I believe not. I think that's a task for the service layer who should received the event first and then orchestrate the procedure, with out having to couple all the business objects together for implementation purposes and violating the business interaction rules, which is what a domain model is for.
-Alex
This is a discussion that seems to reappear regularly in the SOA world. I heard it as far back as '95, but it's probably been a topic of conversation long before that. I definitely have my own opinions about it, but I'd like to hear some good, solid arguments for having a Data Services Layer, and likewise for arguments against having one.
What value does it add to a systems architecture?
What are the inherent pitfalls?
What are common anti-patterns?
Links to articles are definitely acceptable.
To avoid confusion, this article describes the type of Data Service Layer I'm talking about. Essentially, a thin layer above the database that provides SOAP access to data and includes no business logic.

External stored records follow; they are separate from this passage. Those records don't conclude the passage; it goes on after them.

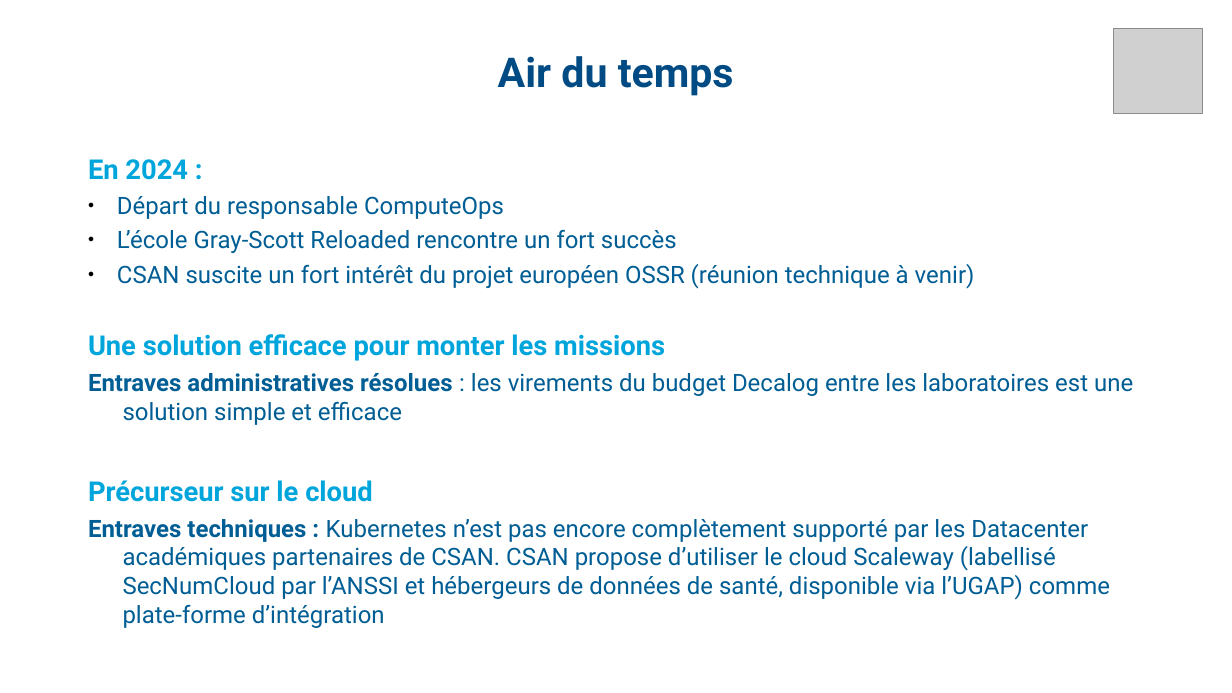
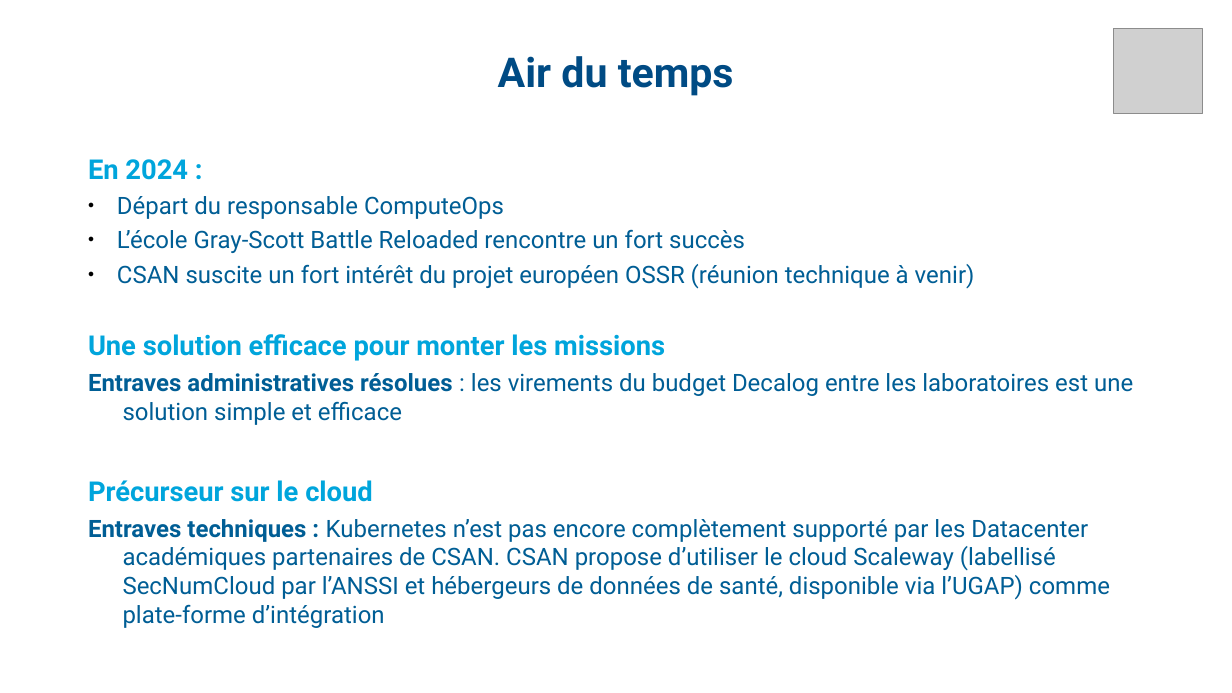
Before and after one commit to fjammes/misc, a slide deck: slide 14 of decalog/decalog-entretien-2024.odp. Drawn at 1232x693 pixels with LibreOffice and Linux fonts; fonts in the diff are those of the drawing; grey boxes stand for pictures. Boxes give left, top, right and bottom in pixels: in the first picture for what was removed or moved away, otherwise in the second. Text is boxed around its words. In the diff, an @@ line names an element or a change of style, - is before the commit and + after.

```diff
--- a/decalog/decalog-entretien-2024.odp
+++ b/decalog/decalog-entretien-2024.odp
@@ text at [117,229,745,253]: text changed @@
-● L’école Gray-Scott Reloaded rencontre un fort succès
+● L’école Gray-Scott Battle Reloaded rencontre un fort succès
```
Also in this commit, not shown: 14 other slides changed, 3 other files.

Data services are quite data oriented, for projects without logic always doing crud. For instance, it can suit if you have a log service or a properties service, you will just do the crud to it.
If the domain that involves that DDBB is complex, with complex logic, you will need to manage that logic up to that service (maybe in an orchestration), so you will divide the logic into several services. In that case I think is better to use a thicker unique service (DAL, BLL and SIL) that manage that domain and expose just one interface.
At the end it is another tool, depend of the problem.